# Class Equation for a non abelian group of order pq

• Jan 9th 2010, 11:30 PM
Chandru1
Class Equation for a non abelian group of order pq
Let G be a non abelian group of order pq where p<q are primes and p|q-1. describe the class equation of G
• Jan 10th 2010, 03:54 AM
abender
Quote:

Originally Posted by Chandru1
Let G be a non abelian group of order pq where p<q are primes and p|q-1. describe the class equation of G

Let $\displaystyle n_p \text{ and } n_q$ denote, respectively, the number of sylow-p subgroups and sylow-q subgroups of G.

From Sylow's Theorems, $\displaystyle n_q = 1+kq$ for some integer $\displaystyle k \text{, and also that } n_q$ is a factor of pq. Now, since p and q are (co)prime and p<q, $\displaystyle n_q = 1$, and that one sylow-q subgroup is normal in G.

Also, since PQ = G and $\displaystyle P \cap Q= \{1\}, G \text{ is a semi-direct-product of } P \text{ and } Q$.

Now, since p divides q-1, $\displaystyle Aut(Q) \cong C_{q-1}$ has a unique subgroup P' such that $\displaystyle P' = \{x \mapsto x^i | i \in \mathbb{Z}/q\mathbb{Z}, i^p = 1\} \text{ and } |P'|=p$.

So, we let a and b be generators for P and Q, respectively. Suppose the action of a on Q by conjugation is $\displaystyle x \mapsto x^{i_0} \text{, whereby } i_0 \neq 1$ in $\displaystyle \mathbb{Z}/q\mathbb{Z}$. Then

$\displaystyle G = <a,b | a^p = b^q = 1 , aba^-1 = b^{i_0}> .$

Since a different $\displaystyle i_0$ amounts to choosing a different generator a for P, it does not result in a new isomorphism class. THEREFORE, there are exactly two isomorphism classes of groups of order pq.

Does this help?
• Jan 10th 2010, 04:00 AM
Chandru1
Not really
Well not really.
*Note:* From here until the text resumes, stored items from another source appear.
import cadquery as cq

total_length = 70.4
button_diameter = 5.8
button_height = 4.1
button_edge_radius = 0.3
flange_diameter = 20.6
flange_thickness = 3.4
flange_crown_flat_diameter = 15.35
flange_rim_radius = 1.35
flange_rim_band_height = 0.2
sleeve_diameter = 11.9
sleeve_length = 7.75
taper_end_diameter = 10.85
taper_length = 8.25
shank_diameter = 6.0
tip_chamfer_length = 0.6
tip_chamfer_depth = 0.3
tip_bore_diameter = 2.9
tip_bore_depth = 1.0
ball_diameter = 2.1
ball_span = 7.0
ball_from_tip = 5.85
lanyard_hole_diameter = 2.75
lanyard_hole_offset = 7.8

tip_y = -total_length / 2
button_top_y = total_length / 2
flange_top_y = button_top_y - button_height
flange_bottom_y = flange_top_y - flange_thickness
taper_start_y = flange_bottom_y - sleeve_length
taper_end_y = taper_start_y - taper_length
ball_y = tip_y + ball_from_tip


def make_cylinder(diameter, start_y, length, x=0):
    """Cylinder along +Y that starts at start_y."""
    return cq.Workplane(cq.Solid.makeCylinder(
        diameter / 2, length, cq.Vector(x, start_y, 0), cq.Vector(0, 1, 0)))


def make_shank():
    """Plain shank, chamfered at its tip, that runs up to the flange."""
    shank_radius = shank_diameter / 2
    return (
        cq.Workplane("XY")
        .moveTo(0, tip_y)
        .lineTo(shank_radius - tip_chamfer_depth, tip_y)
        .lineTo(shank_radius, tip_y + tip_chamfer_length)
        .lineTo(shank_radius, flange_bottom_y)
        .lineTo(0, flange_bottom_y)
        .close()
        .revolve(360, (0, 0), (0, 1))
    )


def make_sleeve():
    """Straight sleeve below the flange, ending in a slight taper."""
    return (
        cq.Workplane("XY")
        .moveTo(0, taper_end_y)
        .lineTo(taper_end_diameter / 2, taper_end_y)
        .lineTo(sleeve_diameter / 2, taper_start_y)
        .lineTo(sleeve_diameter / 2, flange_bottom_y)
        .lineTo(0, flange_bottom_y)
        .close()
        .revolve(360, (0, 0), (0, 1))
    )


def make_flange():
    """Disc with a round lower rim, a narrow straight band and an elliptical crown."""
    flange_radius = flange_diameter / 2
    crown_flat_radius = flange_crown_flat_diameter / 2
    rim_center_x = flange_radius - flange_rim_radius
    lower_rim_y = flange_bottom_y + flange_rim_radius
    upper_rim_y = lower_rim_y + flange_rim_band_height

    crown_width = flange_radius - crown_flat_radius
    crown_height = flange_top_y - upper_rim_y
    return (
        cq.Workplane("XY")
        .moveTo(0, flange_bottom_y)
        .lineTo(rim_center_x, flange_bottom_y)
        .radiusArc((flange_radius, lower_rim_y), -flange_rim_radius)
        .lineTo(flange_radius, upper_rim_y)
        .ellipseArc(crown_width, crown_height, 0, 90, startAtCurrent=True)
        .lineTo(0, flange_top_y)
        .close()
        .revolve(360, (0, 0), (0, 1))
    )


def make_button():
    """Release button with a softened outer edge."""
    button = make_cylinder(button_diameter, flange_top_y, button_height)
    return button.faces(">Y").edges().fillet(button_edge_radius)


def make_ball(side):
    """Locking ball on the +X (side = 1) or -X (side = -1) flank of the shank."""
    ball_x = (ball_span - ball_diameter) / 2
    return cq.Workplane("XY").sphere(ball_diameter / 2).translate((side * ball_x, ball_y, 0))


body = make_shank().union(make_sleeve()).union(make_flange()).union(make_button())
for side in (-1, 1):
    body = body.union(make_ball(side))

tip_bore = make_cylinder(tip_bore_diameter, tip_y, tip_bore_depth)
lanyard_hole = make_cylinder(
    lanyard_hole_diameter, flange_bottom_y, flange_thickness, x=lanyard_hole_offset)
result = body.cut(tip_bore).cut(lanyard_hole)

You have told me something about the isomorphism classes. For explaining about the class equation you should look at the conjugacy classes.

We have the class equation when G acts on G by conjugation as
$\displaystyle |G|= |Z(G)|+ \sum\limits_{a \notin Z(G)} |G|/|N(a)|$ where $\displaystyle N(a)={ x \in G | xa=ax\}$.

It should be something like $\displaystyle pq= 1 + \sum\limits_{a \notin Z(G)} |G|/|N(a)|$. Since for this group the center is trivial.
• Jan 10th 2010, 05:44 AM
abender
Let $\displaystyle G$ be a non abelian group of order $\displaystyle pq$, whereby $\displaystyle p<q$ are prime and $\displaystyle p|q-1$. Describe the class equation of $\displaystyle G$.

Let $\displaystyle P = C_p = < x > \text{ and } Q = C_q = < y >$.

Any nontrivial action $\displaystyle yxy^{-1} = x^a$ must have order $\displaystyle q$, but since $\displaystyle q >p$ and thus clearly does not divide $\displaystyle p-1 = |aut(P)|$, this such action can't exist. Therefore, $\displaystyle xyx^{-1} = y^{a}$, $\displaystyle a^p = 1(q)$.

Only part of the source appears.